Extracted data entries
==============================

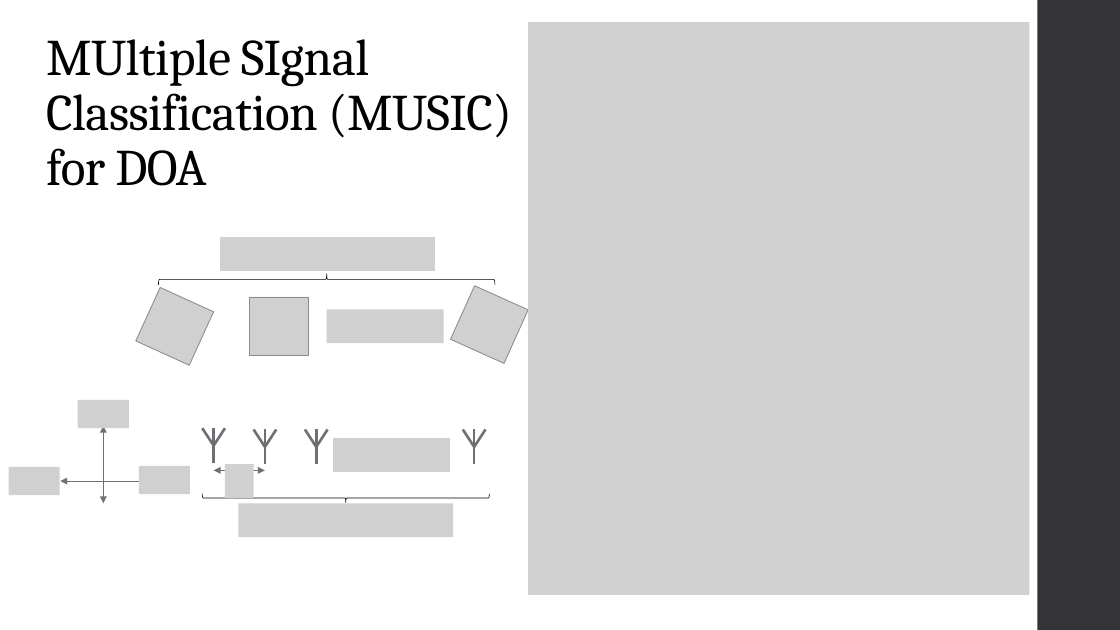
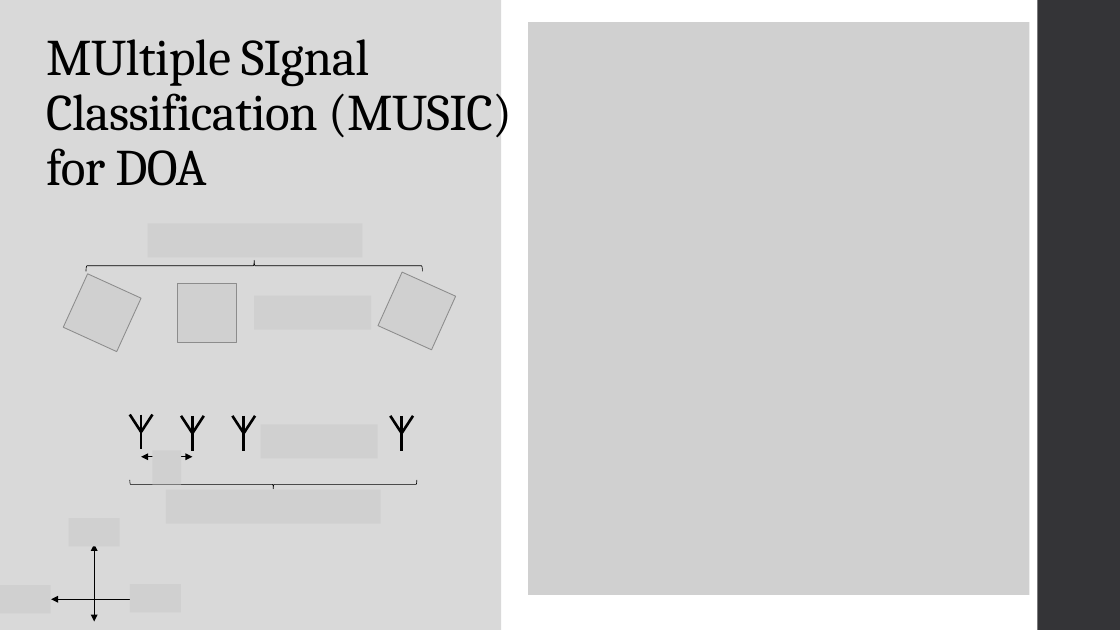
Before and after one commit to NateGolding/ECEN5244_Project, a slide deck: slide 3 of ECEN_5244_Term_Presentation.pptx. Drawn at 1120x630 pixels with LibreOffice and Linux fonts; fonts in the diff are those of the drawing; grey boxes stand for pictures. Boxes give left, top, right and bottom in pixels: in the first picture for what was removed or moved away, otherwise in the second. Text is boxed around its words. In the diff, an @@ line names an element or a change of style, - is before the commit and + after.

```diff
--- a/ECEN_5244_Term_Presentation.pptx
+++ b/ECEN_5244_Term_Presentation.pptx
@@ rectangle added at (0,0,502,630), fill #D9D9D9 @@
@@ 5 lines, 2 pictures, 2 right braces, 1 double arrow: place and size @@
-5 lines, 2 pictures, 2 right braces, 1 double arrow at (136,237,495,503)
+5 lines, 2 pictures, 2 right braces, 1 double arrow at (64,223,423,489)
@@ picture added at (255,296,371,329) @@
@@ picture removed at (327,309,444,343) @@
@@ line (130, 415) - (141, 432): stroke #6F6F74 2.25 pt to #000000 2.25 pt @@
@@ line (141, 415) - (141, 450): stroke #6F6F74 2.25 pt to #000000 2.25 pt @@
@@ line (141, 432) - (153, 415): stroke #6F6F74 2.25 pt to #000000 2.25 pt @@
@@ line (181, 416) - (192, 434): stroke #6F6F74 2.25 pt to #000000 2.25 pt @@
@@ line (192, 434) - (204, 416): stroke #6F6F74 2.25 pt to #000000 2.25 pt @@
@@ line (192, 416) - (192, 451): stroke #6F6F74 2.25 pt to #000000 2.25 pt @@
@@ line (233, 416) - (244, 434): stroke #6F6F74 2.25 pt to #000000 2.25 pt @@
@@ line (244, 416) - (244, 451): stroke #6F6F74 2.25 pt to #000000 2.25 pt @@
@@ line (244, 434) - (255, 416): stroke #6F6F74 2.25 pt to #000000 2.25 pt @@
@@ line (391, 416) - (402, 434): stroke #6F6F74 2.25 pt to #000000 2.25 pt @@
@@ line (402, 416) - (402, 451): stroke #6F6F74 2.25 pt to #000000 2.25 pt @@
@@ line (402, 434) - (413, 416): stroke #6F6F74 2.25 pt to #000000 2.25 pt @@
@@ picture added at (260,424,377,458) @@
@@ picture removed at (333,439,450,472) @@
@@ picture removed at (8,467,60,496) @@
@@ picture removed at (139,466,190,495) @@
@@ double arrow (141, 457) - (192, 457): stroke #6F6F74 0.75 pt to #000000 0.75 pt @@
@@ picture added at (153,450,181,484) @@
@@ picture removed at (225,465,254,498) @@
@@ 7 lines, 3 pictures: place and size @@
-7 lines, 3 pictures at (239,285,529,537)
+7 lines, 3 pictures at (166,272,456,523)
@@ 2 double arrows, 1 picture: place and size @@
-2 double arrows, 1 picture at (60,400,146,503)
+2 double arrows, 1 picture at (51,518,137,622)
@@ double arrow (94, 544) - (94, 622): stroke #6F6F74 0.75 pt to #000000 0.75 pt @@
@@ picture added at (0,586,50,614) @@
@@ double arrow (51, 599) - (137, 599): stroke #6F6F74 0.75 pt to #000000 0.75 pt @@
@@ picture added at (130,584,181,613) @@
```
Also in this commit, not shown: 2 other slides changed.

==============================

### Try it
The expected output is every line of the records in which the string "added" appears.

### Response box
@@ rectangle added at (0,0,502,630), fill #D9D9D9 @@
@@ picture added at (255,296,371,329) @@
@@ picture added at (260,424,377,458) @@
@@ picture added at (153,450,181,484) @@
@@ picture added at (0,586,50,614) @@
@@ picture added at (130,584,181,613) @@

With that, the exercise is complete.